We are providing 64-bit assembly implementation of SHA-1 using platform independent NASM[7] syntax (it was also tested with YASM[8]). We wanted the final performance to be the best and independent of the platform and compiler being used. Assembler, in the case of SHA-1, has a solid performance advantage over C/C++ code with all the compilers we tried. The speedups ranged from large to moderate. Coding in assembly language allowed perfect control over the instruction scheduling as well as register allocation, which compilers cannot yet achieve. The assembly code employs macros efficiently to remain high-level. The code should be easy to integrate into existing applications. Please refer to the instructions in the beginning of the source file. We took care of the CPUID SSSE3 feature flag check and dispatch. A 32-bit version may show up later too, although it must be noted that the smaller number of registers available to 32-bit apps will impact performance compared to 64-bit code.

### Conclusion

This implementation notably advances the performance of SHA-1 algorithm compared to existing implementations. We are encouraging all projects utilizing SHA-1 to integrate this new fast implementation and are ready to help if issues or concerns arise (you are welcome to leave a comment or write an email to the authors). It is provided "as is" and free for either commercial or non-commercial use. We are already working with several interested customers and open source projects to integrate it.
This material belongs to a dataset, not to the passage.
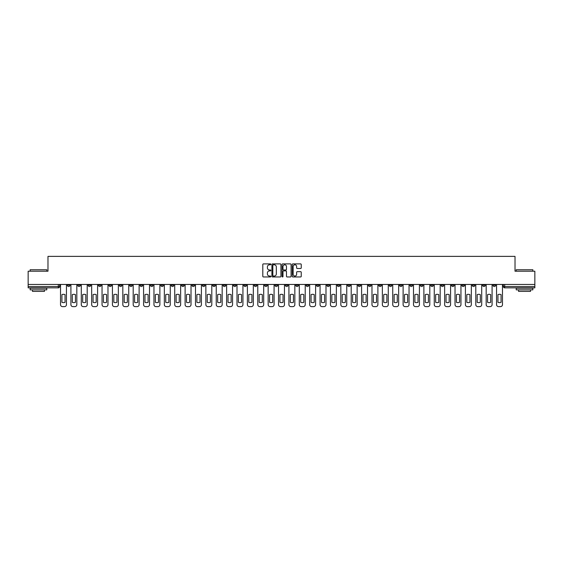 <?xml version="1.0" encoding="UTF-8"?>
<svg xmlns="http://www.w3.org/2000/svg" width="563" height="563" viewBox="0 0 563 563"><rect width="100%" height="100%" fill="white"/><g stroke="black" fill="none" stroke-linecap="round" stroke-linejoin="round"><path stroke-width="0.84" d="M270.852 264.343A0.457 0.457 0 0 0 270.395 263.885L263.456 263.885A0.654 0.654 0 0 0 262.801 264.54L262.801 276.299A0.654 0.654 0 0 0 263.456 276.954L270.395 276.954A0.457 0.457 0 0 0 270.852 276.496A0.457 0.457 0 0 0 270.395 276.039L269.494 276.039A2.09 2.09 0 0 1 267.404 273.949L267.404 272.971A2.09 2.09 0 0 1 269.494 270.88L270.395 270.88A0.457 0.457 0 0 0 270.852 270.423A0.457 0.457 0 0 0 270.395 269.966L269.494 269.966A2.09 2.09 0 0 1 267.404 267.875L267.404 266.89A2.09 2.09 0 0 1 269.494 264.8L270.395 264.8A0.457 0.457 0 0 0 270.852 264.343M409.941 284.463L409.941 285.195L412.602 285.195A1.33 1.33 0 0 1 411.272 286.525A1.33 1.33 0 0 1 409.941 285.195L409.941 284.463M347.652 284.463L347.652 285.195L350.313 285.195A1.33 1.33 0 0 1 348.983 286.525A1.33 1.33 0 0 1 347.652 285.195L347.652 284.463M337.265 284.463L337.265 285.195L339.932 285.195A1.33 1.33 0 0 1 338.595 286.525A1.33 1.33 0 0 1 337.265 285.195L337.265 284.463M274.976 284.463L274.976 285.195L277.643 285.195A1.33 1.33 0 0 1 276.306 286.525A1.33 1.33 0 0 1 274.976 285.195L274.976 284.463M264.596 284.463L264.596 285.195L267.256 285.195A1.33 1.33 0 0 1 265.926 286.525A1.33 1.33 0 0 1 264.596 285.195L264.596 284.463M254.216 284.463L254.216 285.195L256.876 285.195A1.33 1.33 0 0 1 255.546 286.525A1.33 1.33 0 0 1 254.216 285.195L254.216 284.463M233.455 284.463L233.455 285.195L236.115 285.195A1.33 1.33 0 0 1 234.785 286.525A1.33 1.33 0 0 1 233.455 285.195L233.455 284.463M212.687 285.195L212.687 284.463L212.687 285.195A1.33 1.33 0 0 0 214.017 286.525A1.33 1.33 0 0 1 212.687 285.195L215.347 285.195A1.33 1.33 0 0 1 214.017 286.525A1.33 1.33 0 0 0 215.347 285.195L215.347 284.463L215.347 285.195M202.307 285.195L202.307 284.463L202.307 285.195A1.33 1.33 0 0 0 203.637 286.525A1.33 1.33 0 0 1 202.307 285.195L204.967 285.195A1.33 1.33 0 0 1 203.637 286.525M191.927 285.195L191.927 284.463L191.927 285.195A1.33 1.33 0 0 0 193.257 286.525A1.33 1.33 0 0 1 191.927 285.195L194.587 285.195A1.33 1.33 0 0 1 193.257 286.525A1.33 1.33 0 0 0 194.587 285.195L194.587 284.463L194.587 285.195M181.546 284.463L181.546 285.195L184.207 285.195A1.33 1.33 0 0 1 182.876 286.525A1.33 1.33 0 0 1 181.546 285.195L181.546 284.463M171.166 284.463L171.166 285.195L173.826 285.195A1.33 1.33 0 0 1 172.496 286.525A1.33 1.33 0 0 1 171.166 285.195L171.166 284.463M160.779 284.463L160.779 285.195L163.446 285.195A1.33 1.33 0 0 1 162.109 286.525A1.33 1.33 0 0 1 160.779 285.195L160.779 284.463M150.398 285.195L150.398 284.463L150.398 285.195A1.33 1.33 0 0 0 151.728 286.525A1.33 1.33 0 0 1 150.398 285.195L153.059 285.195A1.33 1.33 0 0 1 151.728 286.525M129.638 285.195L129.638 284.463L129.638 285.195A1.33 1.33 0 0 0 130.968 286.525A1.33 1.33 0 0 1 129.638 285.195L132.298 285.195A1.33 1.33 0 0 1 130.968 286.525A1.33 1.33 0 0 0 132.298 285.195L132.298 284.463L132.298 285.195M119.257 285.195L119.257 284.463L119.257 285.195A1.33 1.33 0 0 0 120.588 286.525A1.33 1.33 0 0 1 119.257 285.195L121.918 285.195A1.33 1.33 0 0 1 120.588 286.525A1.33 1.33 0 0 0 121.918 285.195L121.918 284.463L121.918 285.195M108.87 285.195L108.87 284.463L108.87 285.195A1.33 1.33 0 0 0 110.207 286.525A1.33 1.33 0 0 1 108.87 285.195L111.537 285.195A1.33 1.33 0 0 1 110.207 286.525A1.33 1.33 0 0 0 111.537 285.195L111.537 284.463L111.537 285.195M98.49 285.195L98.49 284.463L98.49 285.195A1.33 1.33 0 0 0 99.82 286.525A1.33 1.33 0 0 1 98.49 285.195L101.157 285.195A1.33 1.33 0 0 1 99.82 286.525M88.109 285.195L88.109 284.463L88.109 285.195A1.33 1.33 0 0 0 89.44 286.525A1.33 1.33 0 0 1 88.109 285.195L90.77 285.195A1.33 1.33 0 0 1 89.44 286.525A1.33 1.33 0 0 0 90.77 285.195L90.77 284.463L90.77 285.195M77.729 285.195L77.729 284.463L77.729 285.195A1.33 1.33 0 0 0 79.059 286.525A1.33 1.33 0 0 1 77.729 285.195L80.389 285.195A1.33 1.33 0 0 1 79.059 286.525A1.33 1.33 0 0 0 80.389 285.195L80.389 284.463L80.389 285.195M300.593 268.495A0.654 0.654 0 0 0 301.24 267.84L301.24 264.54A0.654 0.654 0 0 0 300.593 263.885L292.88 263.885A0.654 0.654 0 0 0 292.232 264.54L292.232 276.299A0.654 0.654 0 0 0 292.88 276.954L300.593 276.954A0.654 0.654 0 0 0 301.24 276.299L301.24 272.316A0.654 0.654 0 0 0 300.593 271.662L297.292 271.662A0.654 0.654 0 0 0 296.638 272.316L296.638 274.287A1.745 1.745 0 0 1 294.892 276.039A1.745 1.745 0 0 1 293.147 274.287L293.147 266.552A1.745 1.745 0 0 1 294.892 264.8A1.745 1.745 0 0 1 296.638 266.552L296.638 267.84A0.654 0.654 0 0 0 297.292 268.495L300.593 268.495M28.15 284.463L28.15 271.218L47.982 271.218L47.982 256.376L515.018 256.376L515.018 271.218L534.85 271.218L534.85 284.463L28.15 284.463L28.15 286.525L59.629 286.525L59.629 284.463L59.629 286.525A1.33 1.33 0 0 1 58.299 287.855L28.15 287.855L28.15 286.525M280.93 264.54A0.654 0.654 0 0 0 280.275 263.885L272.569 263.885A0.654 0.654 0 0 0 271.915 264.54L271.915 276.299A0.654 0.654 0 0 0 272.569 276.954L280.275 276.954A0.654 0.654 0 0 0 280.93 276.299L280.93 264.54M282.725 263.885L290.431 263.885A0.654 0.654 0 0 1 291.085 264.54L291.085 276.299A0.654 0.654 0 0 1 290.431 276.954L287.137 276.954A0.654 0.654 0 0 1 286.483 276.299L286.483 271.528A0.654 0.654 0 0 0 285.828 270.88L283.639 270.88A0.654 0.654 0 0 0 282.985 271.528L282.985 276.496A0.457 0.457 0 0 1 282.527 276.954A0.457 0.457 0 0 1 282.07 276.496L282.07 264.54A0.654 0.654 0 0 1 282.725 263.885M503.371 284.463L503.371 286.525L534.85 286.525L534.85 287.855L504.701 287.855A1.33 1.33 0 0 1 503.371 286.525M534.85 284.463L534.85 286.525M495.651 284.463L495.651 285.195A1.33 1.33 0 0 1 494.321 286.525A1.33 1.33 0 0 1 492.991 285.195A1.33 1.33 0 0 0 494.321 286.525A1.33 1.33 0 0 0 495.651 285.195L492.991 285.195L492.991 284.463M485.271 284.463L485.271 285.195A1.33 1.33 0 0 1 483.941 286.525A1.33 1.33 0 0 1 482.611 285.195L485.271 285.195M482.611 284.463L482.611 285.195M474.89 284.463L474.89 285.195A1.33 1.33 0 0 1 473.56 286.525A1.33 1.33 0 0 1 472.23 285.195L474.89 285.195M472.23 284.463L472.23 285.195M464.51 285.195L464.51 284.463L464.51 285.195A1.33 1.33 0 0 1 463.18 286.525A1.33 1.33 0 0 1 461.843 285.195L464.51 285.195A1.33 1.33 0 0 1 463.18 286.525M461.843 284.463L461.843 285.195M454.13 284.463L454.13 285.195A1.33 1.33 0 0 1 452.793 286.525A1.33 1.33 0 0 1 451.463 285.195A1.33 1.33 0 0 0 452.793 286.525M451.463 284.463L451.463 285.195L454.13 285.195M443.743 284.463L443.743 285.195A1.33 1.33 0 0 1 442.412 286.525A1.33 1.33 0 0 1 441.082 285.195L443.743 285.195A1.33 1.33 0 0 1 442.412 286.525M441.082 284.463L441.082 285.195M433.362 284.463L433.362 285.195A1.33 1.33 0 0 1 432.032 286.525A1.33 1.33 0 0 1 430.702 285.195A1.33 1.33 0 0 0 432.032 286.525M430.702 284.463L430.702 285.195L433.362 285.195M422.982 284.463L422.982 285.195A1.33 1.33 0 0 1 421.652 286.525A1.33 1.33 0 0 1 420.322 285.195L422.982 285.195M420.322 284.463L420.322 285.195M412.602 284.463L412.602 285.195A1.33 1.33 0 0 1 411.272 286.525M402.221 284.463L402.221 285.195A1.33 1.33 0 0 1 400.891 286.525A1.33 1.33 0 0 1 399.554 285.195L402.221 285.195M399.554 284.463L399.554 285.195M391.834 284.463L391.834 285.195A1.33 1.33 0 0 1 390.504 286.525A1.33 1.33 0 0 1 389.174 285.195L391.834 285.195M389.174 284.463L389.174 285.195M381.454 284.463L381.454 285.195A1.33 1.33 0 0 1 380.124 286.525A1.33 1.33 0 0 1 378.793 285.195A1.33 1.33 0 0 0 380.124 286.525M378.793 284.463L378.793 285.195L381.454 285.195M371.073 284.463L371.073 285.195A1.33 1.33 0 0 1 369.743 286.525A1.33 1.33 0 0 1 368.413 285.195L371.073 285.195M368.413 284.463L368.413 285.195M360.693 284.463L360.693 285.195A1.33 1.33 0 0 1 359.363 286.525A1.33 1.33 0 0 1 358.033 285.195L360.693 285.195M358.033 284.463L358.033 285.195M350.313 284.463L350.313 285.195M339.932 284.463L339.932 285.195L339.932 284.463M329.545 284.463L329.545 285.195A1.33 1.33 0 0 1 328.215 286.525A1.33 1.33 0 0 1 326.885 285.195L329.545 285.195M326.885 284.463L326.885 285.195M319.165 284.463L319.165 285.195A1.33 1.33 0 0 1 317.835 286.525A1.33 1.33 0 0 1 316.505 285.195L319.165 285.195M316.505 284.463L316.505 285.195M308.784 284.463L308.784 285.195A1.33 1.33 0 0 1 307.454 286.525A1.33 1.33 0 0 1 306.124 285.195L308.784 285.195M306.124 284.463L306.124 285.195M298.404 284.463L298.404 285.195A1.33 1.33 0 0 1 297.074 286.525A1.33 1.33 0 0 1 295.744 285.195L298.404 285.195M295.744 284.463L295.744 285.195M288.024 284.463L288.024 285.195A1.33 1.33 0 0 1 286.694 286.525A1.33 1.33 0 0 1 285.357 285.195L288.024 285.195M285.357 284.463L285.357 285.195M277.643 284.463L277.643 285.195A1.33 1.33 0 0 1 276.306 286.525M267.256 284.463L267.256 285.195M256.876 285.195L256.876 284.463L256.876 285.195A1.33 1.33 0 0 1 255.546 286.525M246.495 284.463L246.495 285.195A1.33 1.33 0 0 1 245.165 286.525A1.33 1.33 0 0 1 243.835 285.195A1.33 1.33 0 0 0 245.165 286.525A1.33 1.33 0 0 0 246.495 285.195L243.835 285.195L243.835 284.463M236.115 285.195L236.115 284.463L236.115 285.195A1.33 1.33 0 0 1 234.785 286.525M225.735 284.463L225.735 285.195A1.33 1.33 0 0 1 224.405 286.525A1.33 1.33 0 0 1 223.068 285.195A1.33 1.33 0 0 0 224.405 286.525M223.068 284.463L223.068 285.195L225.735 285.195M204.967 284.463L204.967 285.195L204.967 284.463M184.207 285.195L184.207 284.463L184.207 285.195A1.33 1.33 0 0 1 182.876 286.525M173.826 285.195L173.826 284.463L173.826 285.195A1.33 1.33 0 0 1 172.496 286.525M163.446 285.195L163.446 284.463L163.446 285.195A1.33 1.33 0 0 1 162.109 286.525M153.059 284.463L153.059 285.195L153.059 284.463M142.678 285.195L142.678 284.463L142.678 285.195A1.33 1.33 0 0 1 141.348 286.525A1.33 1.33 0 0 1 140.018 285.195L142.678 285.195A1.33 1.33 0 0 1 141.348 286.525M140.018 284.463L140.018 285.195M101.157 284.463L101.157 285.195L101.157 284.463M70.009 284.463L70.009 285.195A1.33 1.33 0 0 1 68.679 286.525A1.33 1.33 0 0 1 67.349 285.195A1.33 1.33 0 0 0 68.679 286.525A1.33 1.33 0 0 0 70.009 285.195L70.009 284.463M67.349 284.463L67.349 285.195L70.009 285.195M58.299 284.463L58.299 287.855A1.33 1.33 0 0 0 59.629 286.525M273.287 264.8A0.457 0.457 0 0 0 272.83 265.257L272.83 275.581A0.457 0.457 0 0 0 273.287 276.039L274.23 276.039A2.09 2.09 0 0 0 276.32 273.949L276.32 266.89A2.09 2.09 0 0 0 274.23 264.8L273.287 264.8M286.483 266.581A1.745 1.745 0 0 0 284.73 264.835A1.745 1.745 0 0 0 282.985 266.581L282.985 269.311A0.654 0.654 0 0 0 283.639 269.966L285.828 269.966A0.654 0.654 0 0 0 286.483 269.311L286.483 266.581M61.923 294.618L61.923 302.324A4.159 4.159 139.8 0 0 65.048 302.324L65.048 294.618A4.159 4.159 139.8 0 0 61.923 294.618M60.523 284.463L60.523 304.625A1.999 1.999 139.8 0 0 62.521 306.624L64.449 306.624A1.999 1.999 139.8 0 0 66.448 304.625L66.448 284.463M72.303 294.618L72.303 302.324A4.159 4.159 139.8 0 0 75.435 302.324L75.435 294.618A4.159 4.159 139.8 0 0 72.303 294.618M70.91 284.463L70.91 304.625A1.999 1.999 139.8 0 0 72.901 306.624L74.837 306.624A1.999 1.999 139.8 0 0 76.828 304.625L76.828 284.463M82.684 294.618L82.684 302.324A4.159 4.159 139.8 0 0 85.815 302.324L85.815 294.618A4.159 4.159 139.8 0 0 82.684 294.618M81.29 284.463L81.29 304.625A1.999 1.999 139.8 0 0 83.289 306.624L85.217 306.624A1.999 1.999 139.8 0 0 87.209 304.625L87.209 284.463M30.149 269.754L46.785 269.754L30.149 269.754L30.149 271.218M46.785 289.854L30.149 289.854L30.149 288.186L46.785 288.186L46.785 289.854M44.456 289.854L44.456 291.381L32.478 291.381L32.478 289.854M516.215 269.754L532.851 269.754L516.215 269.754L516.215 271.218M532.851 289.854L516.215 289.854L516.215 288.186L532.851 288.186L532.851 289.854M530.522 289.854L530.522 291.381L518.544 291.381L518.544 289.854M93.071 294.618L93.071 302.324A4.159 4.159 139.8 0 0 96.196 302.324L96.196 294.618A4.159 4.159 139.8 0 0 93.071 294.618M91.67 284.463L91.67 304.625A1.999 1.999 139.8 0 0 93.669 306.624L95.597 306.624A1.999 1.999 139.8 0 0 97.596 304.625L97.596 284.463M103.451 294.618L103.451 302.324A4.159 4.159 139.8 0 0 106.576 302.324L106.576 294.618A4.159 4.159 139.8 0 0 103.451 294.618M102.051 284.463L102.051 304.625A1.999 1.999 139.8 0 0 104.049 306.624L105.978 306.624A1.999 1.999 139.8 0 0 107.976 304.625L107.976 284.463M113.832 294.618L113.832 302.324A4.159 4.159 139.8 0 0 116.956 302.324L116.956 294.618A4.159 4.159 139.8 0 0 113.832 294.618M112.431 284.463L112.431 304.625A1.999 1.999 139.8 0 0 114.43 306.624L116.358 306.624A1.999 1.999 139.8 0 0 118.357 304.625L118.357 284.463M124.212 294.618L124.212 302.324A4.159 4.159 139.8 0 0 127.344 302.324L127.344 294.618A4.159 4.159 139.8 0 0 124.212 294.618M122.818 284.463L122.818 304.625A1.999 1.999 139.8 0 0 124.81 306.624L126.738 306.624A1.999 1.999 139.8 0 0 128.737 304.625L128.737 284.463M134.592 294.618L134.592 302.324A4.159 4.159 139.8 0 0 137.724 302.324L137.724 294.618A4.159 4.159 139.8 0 0 134.592 294.618M133.199 284.463L133.199 304.625A1.999 1.999 139.8 0 0 135.19 306.624L137.126 306.624A1.999 1.999 139.8 0 0 139.117 304.625L139.117 284.463M144.972 294.618L144.972 302.324A4.159 4.159 139.8 0 0 148.104 302.324L148.104 294.618A4.159 4.159 139.8 0 0 144.972 294.618M143.579 284.463L143.579 304.625A1.999 1.999 139.8 0 0 145.578 306.624L147.506 306.624A1.999 1.999 139.8 0 0 149.498 304.625L149.498 284.463M155.36 294.618L155.36 302.324A4.159 4.159 139.8 0 0 158.484 302.324L158.484 294.618A4.159 4.159 139.8 0 0 155.36 294.618M153.959 284.463L153.959 304.625A1.999 1.999 139.8 0 0 155.958 306.624L157.886 306.624A1.999 1.999 139.8 0 0 159.885 304.625L159.885 284.463M165.74 294.618L165.74 302.324A4.159 4.159 139.8 0 0 168.865 302.324L168.865 294.618A4.159 4.159 139.8 0 0 165.74 294.618M164.34 284.463L164.34 304.625A1.999 1.999 139.8 0 0 166.338 306.624L168.267 306.624A1.999 1.999 139.8 0 0 170.265 304.625L170.265 284.463M176.12 294.618L176.12 302.324A4.159 4.159 139.8 0 0 179.245 302.324L179.245 294.618A4.159 4.159 139.8 0 0 176.12 294.618M174.72 284.463L174.72 304.625A1.999 1.999 139.8 0 0 176.719 306.624L178.647 306.624A1.999 1.999 139.8 0 0 180.646 304.625L180.646 284.463M186.501 294.618L186.501 302.324A4.159 4.159 139.8 0 0 189.632 302.324L189.632 294.618A4.159 4.159 139.8 0 0 186.501 294.618M185.107 284.463L185.107 304.625A1.999 1.999 139.8 0 0 187.099 306.624L189.034 306.624A1.999 1.999 139.8 0 0 191.026 304.625L191.026 284.463M196.881 294.618L196.881 302.324A4.159 4.159 139.8 0 0 200.013 302.324L200.013 294.618A4.159 4.159 139.8 0 0 196.881 294.618M195.488 284.463L195.488 304.625A1.999 1.999 139.8 0 0 197.479 306.624L199.415 306.624A1.999 1.999 139.8 0 0 201.406 304.625L201.406 284.463M207.268 294.618L207.268 302.324A4.159 4.159 139.8 0 0 210.393 302.324L210.393 294.618A4.159 4.159 139.8 0 0 207.268 294.618M205.868 284.463L205.868 304.625A1.999 1.999 139.8 0 0 207.867 306.624L209.795 306.624A1.999 1.999 139.8 0 0 211.794 304.625L211.794 284.463M217.649 294.618L217.649 302.324A4.159 4.159 139.8 0 0 220.773 302.324L220.773 294.618A4.159 4.159 139.8 0 0 217.649 294.618M216.248 284.463L216.248 304.625A1.999 1.999 139.8 0 0 218.247 306.624L220.175 306.624A1.999 1.999 139.8 0 0 222.174 304.625L222.174 284.463M228.029 294.618L228.029 302.324A4.159 4.159 139.8 0 0 231.154 302.324L231.154 294.618A4.159 4.159 139.8 0 0 228.029 294.618M226.629 284.463L226.629 304.625A1.999 1.999 139.8 0 0 228.627 306.624L230.556 306.624A1.999 1.999 139.8 0 0 232.554 304.625L232.554 284.463M238.409 294.618L238.409 302.324A4.159 4.159 139.8 0 0 241.541 302.324L241.541 294.618A4.159 4.159 139.8 0 0 238.409 294.618M237.009 284.463L237.009 304.625A1.999 1.999 139.8 0 0 239.008 306.624L240.936 306.624A1.999 1.999 139.8 0 0 242.934 304.625L242.934 284.463M248.79 294.618L248.79 302.324A4.159 4.159 139.8 0 0 251.921 302.324L251.921 294.618A4.159 4.159 139.8 0 0 248.79 294.618M247.396 284.463L247.396 304.625A1.999 1.999 139.8 0 0 249.388 306.624L251.323 306.624A1.999 1.999 139.8 0 0 253.315 304.625L253.315 284.463M259.17 294.618L259.17 302.324A4.159 4.159 139.8 0 0 262.302 302.324L262.302 294.618A4.159 4.159 139.8 0 0 259.17 294.618M257.777 284.463L257.777 304.625A1.999 1.999 139.8 0 0 259.775 306.624L261.704 306.624A1.999 1.999 139.8 0 0 263.695 304.625L263.695 284.463M269.557 294.618L269.557 302.324A4.159 4.159 139.8 0 0 272.682 302.324L272.682 294.618A4.159 4.159 139.8 0 0 269.557 294.618M268.157 284.463L268.157 304.625A1.999 1.999 139.8 0 0 270.156 306.624L272.084 306.624A1.999 1.999 139.8 0 0 274.082 304.625L274.082 284.463M279.938 294.618L279.938 302.324A4.159 4.159 139.8 0 0 283.062 302.324L283.062 294.618A4.159 4.159 139.8 0 0 279.938 294.618M278.537 284.463L278.537 304.625A1.999 1.999 139.8 0 0 280.536 306.624L282.464 306.624A1.999 1.999 139.8 0 0 284.463 304.625L284.463 284.463M290.318 294.618L290.318 302.324A4.159 4.159 139.8 0 0 293.443 302.324L293.443 294.618A4.159 4.159 139.8 0 0 290.318 294.618M288.918 284.463L288.918 304.625A1.999 1.999 139.8 0 0 290.916 306.624L292.844 306.624A1.999 1.999 139.8 0 0 294.843 304.625L294.843 284.463M300.698 294.618L300.698 302.324A4.159 4.159 139.8 0 0 303.83 302.324L303.83 294.618A4.159 4.159 139.8 0 0 300.698 294.618M299.305 284.463L299.305 304.625A1.999 1.999 139.8 0 0 301.296 306.624L303.225 306.624A1.999 1.999 139.8 0 0 305.223 304.625L305.223 284.463M311.079 294.618L311.079 302.324A4.159 4.159 139.8 0 0 314.21 302.324L314.21 294.618A4.159 4.159 139.8 0 0 311.079 294.618M309.685 284.463L309.685 304.625A1.999 1.999 139.8 0 0 311.677 306.624L313.612 306.624A1.999 1.999 139.8 0 0 315.604 304.625L315.604 284.463M321.459 294.618L321.459 302.324A4.159 4.159 139.8 0 0 324.591 302.324L324.591 294.618A4.159 4.159 139.8 0 0 321.459 294.618M320.065 284.463L320.065 304.625A1.999 1.999 139.8 0 0 322.064 306.624L323.992 306.624A1.999 1.999 139.8 0 0 325.991 304.625L325.991 284.463M331.846 294.618L331.846 302.324A4.159 4.159 139.8 0 0 334.971 302.324L334.971 294.618A4.159 4.159 139.8 0 0 331.846 294.618M330.446 284.463L330.446 304.625A1.999 1.999 139.8 0 0 332.444 306.624L334.373 306.624A1.999 1.999 139.8 0 0 336.371 304.625L336.371 284.463M342.227 294.618L342.227 302.324A4.159 4.159 139.8 0 0 345.351 302.324L345.351 294.618A4.159 4.159 139.8 0 0 342.227 294.618M340.826 284.463L340.826 304.625A1.999 1.999 139.8 0 0 342.825 306.624L344.753 306.624A1.999 1.999 139.8 0 0 346.752 304.625L346.752 284.463M352.607 294.618L352.607 302.324A4.159 4.159 139.8 0 0 355.732 302.324L355.732 294.618A4.159 4.159 139.8 0 0 352.607 294.618M351.206 284.463L351.206 304.625A1.999 1.999 139.8 0 0 353.205 306.624L355.133 306.624A1.999 1.999 139.8 0 0 357.132 304.625L357.132 284.463M362.987 294.618L362.987 302.324A4.159 4.159 139.8 0 0 366.119 302.324L366.119 294.618A4.159 4.159 139.8 0 0 362.987 294.618M361.594 284.463L361.594 304.625A1.999 1.999 139.8 0 0 363.585 306.624L365.521 306.624A1.999 1.999 139.8 0 0 367.512 304.625L367.512 284.463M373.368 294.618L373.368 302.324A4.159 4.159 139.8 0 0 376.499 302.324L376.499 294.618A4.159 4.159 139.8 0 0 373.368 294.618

Hopefully you will see this SHA-1 implementation as a part of OpenSSL library, and, of course, Intel Integrated Performance Primitives will have it soon too.

I would like to thank and give credit to Dean Gaudet for his SHA-1 vectorization research, with several key ideas used in this implementation, as well as to a few exceptional engineers from various corners of Intel who contributed to this arguably world-best SHA-1 implementation for IA at the moment. They are: Ronen Zohar, Jim Guilford, Vinodh Gopal, Wajdi Feghali, Mark Buxton, Shay Gueron, Zino Benaissa and Anu Suryanarayanan. Thank you very much.